Swam round the rock, to where a shallow cleft
Hid the canoe that Neuha there had left
Drifting along the tide, without an oar,
That eve the strangers chased them from the shore;
But when these vanished, she pursued her prow,
Regained, and urged to where they found it now:
Nor ever did more love and joy embark,
Than now were wafted in that slender ark.400


XV.

Again their own shore rises on the view,
No more polluted with a hostile hue;
No sullen ship lay bristling o'er the foam,
A floating dungeon:—all was Hope and Home!
A thousand Proas darted o'er the bay,
With sounding shells, and heralded their way;
The chiefs came down, around the people poured,
And welcomed Torquil as a son restored;
The women thronged, embracing and embraced
By Neuha, asking where they had been chased,410
And how escaped?
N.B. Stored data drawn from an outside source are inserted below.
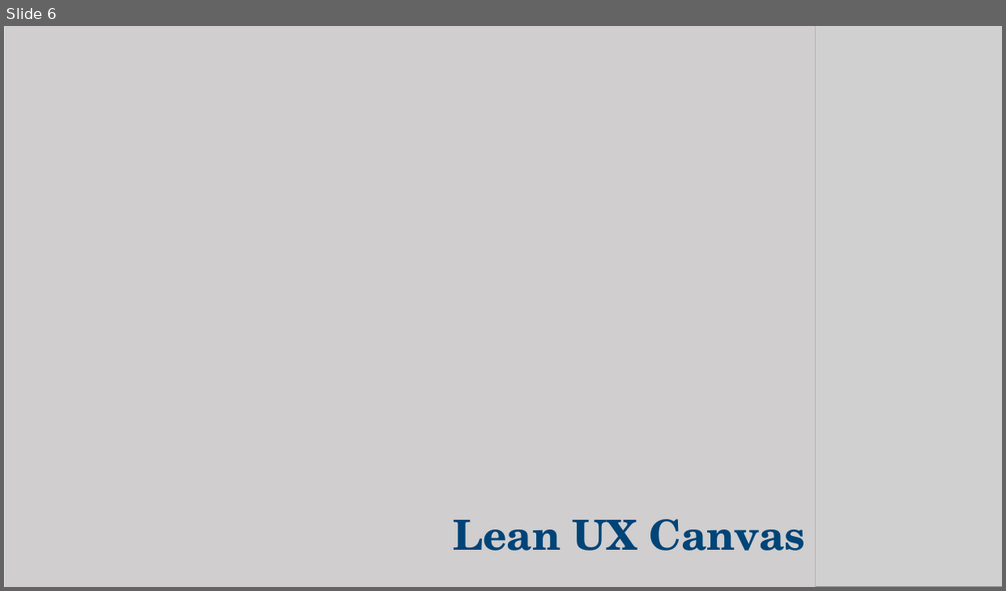
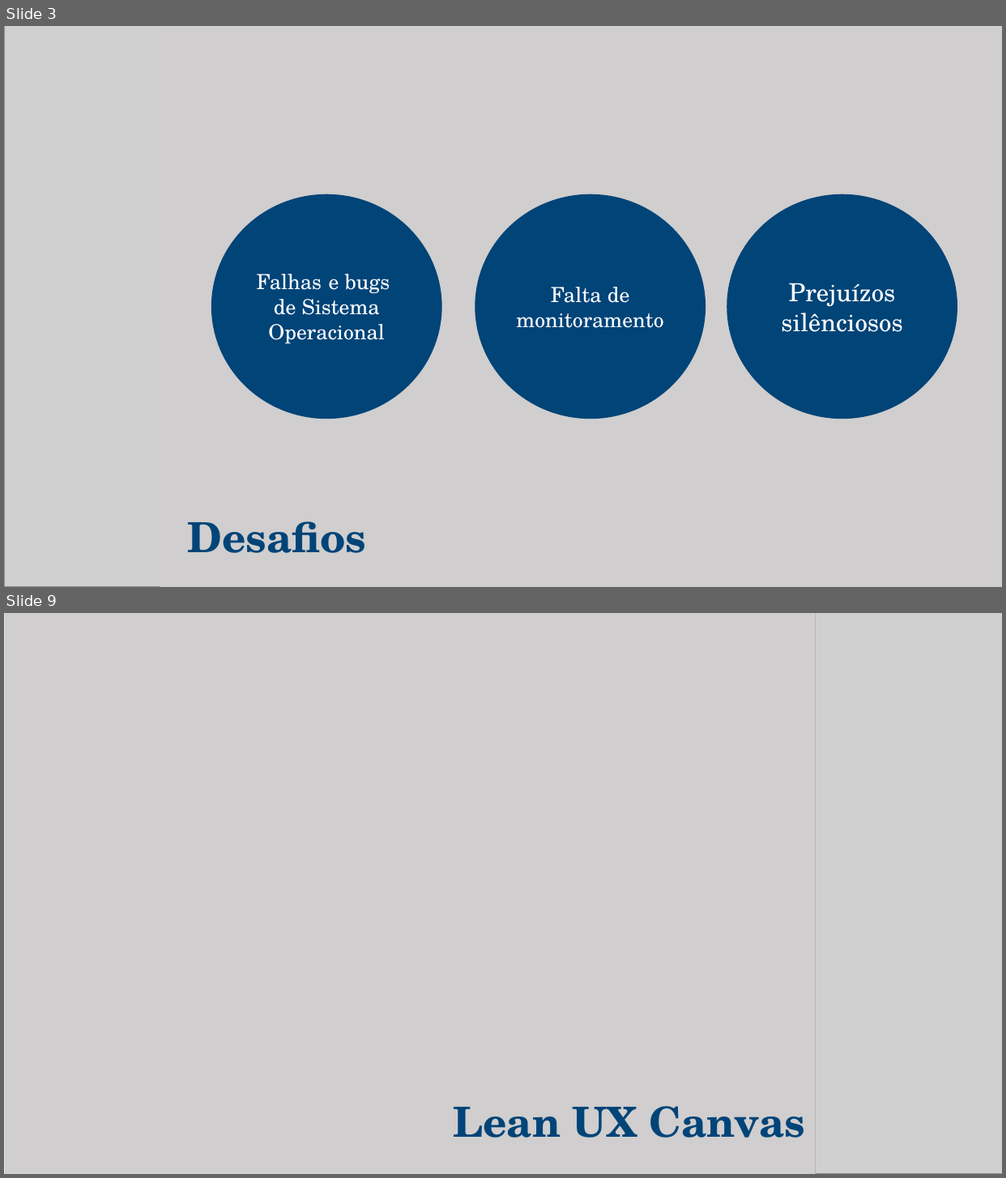
Before and after one commit to Nicolas-Gonzaga/ekranSystem, a slide deck: Gabriela/Documentação/Modelo de Apresentação - eKran 1.pptx. Shown one above the other, each under a label of ours: slide 6 before the commit, slides 3 and 9 after it; the slides between them are not shown. The pictures are 1006x591 and 1006x1178 pixels, drawn with LibreOffice and Linux fonts; fonts in the diff are those of the drawing; grey boxes stand for pictures. Boxes give left, top, right and bottom in pixels: in the first picture for what was removed or moved away, otherwise in the second. Text is boxed around its words. In the diff, an @@ line names an element or a change of style, - is before the commit and + after.

```diff
--- a/Gabriela/Documentação/Modelo de Apresentação - eKran 1.pptx
+++ b/Gabriela/Documentação/Modelo de Apresentação - eKran 1.pptx
@@ slide 3 added at (4,26,1002,587), background #FFFFFF @@
@@ picture added at (4,26,169,587) @@
@@ rectangle added at (160,26,1002,587), fill #D0CECE @@
@@ ellipse added at (211,194,442,419), fill #004478, 20 pt, text #FFFFFF @@
+Falhas e bugs
+de Sistema Operacional
@@ ellipse added at (475,194,705,419), fill #004478, 20 pt, text #FFFFFF @@
+Falta de monitoramento
@@ ellipse added at (727,194,957,419), fill #004478, 24 pt, text #FFFFFF @@
+Prejuízos silênciosos
@@ text added at (187,522,366,553), 40 pt, text #004478, bold @@
+Desafios
@@ what was slide 6 is now slide 9 @@
```
Also in this commit, not shown: 6 slides changed, 5 other slides added, 4 slides removed.

The tale was told; and then
One acclamation rent the sky again;
And from that hour a new tradition gave
Their sanctuary the name of "Neuha's Cave."
A hundred fires, far flickering from the height,[1]
Blazed o'er the general revel of the night,
The feast in honour of the guest, returned
To Peace and Pleasure, perilously earned;
A night succeeded by such happy days
As only the yet infant world displays.[2]420

J. 10th
1823.

END OF VOL. V.

  1. Their hollow shrine——.—[MS. D. erased.]
  2. As only a yet infant——.—[MS. D.]
    As only an infantine World——.
    As only a yet unweaned World——.—[Alternative readings. MS. D.]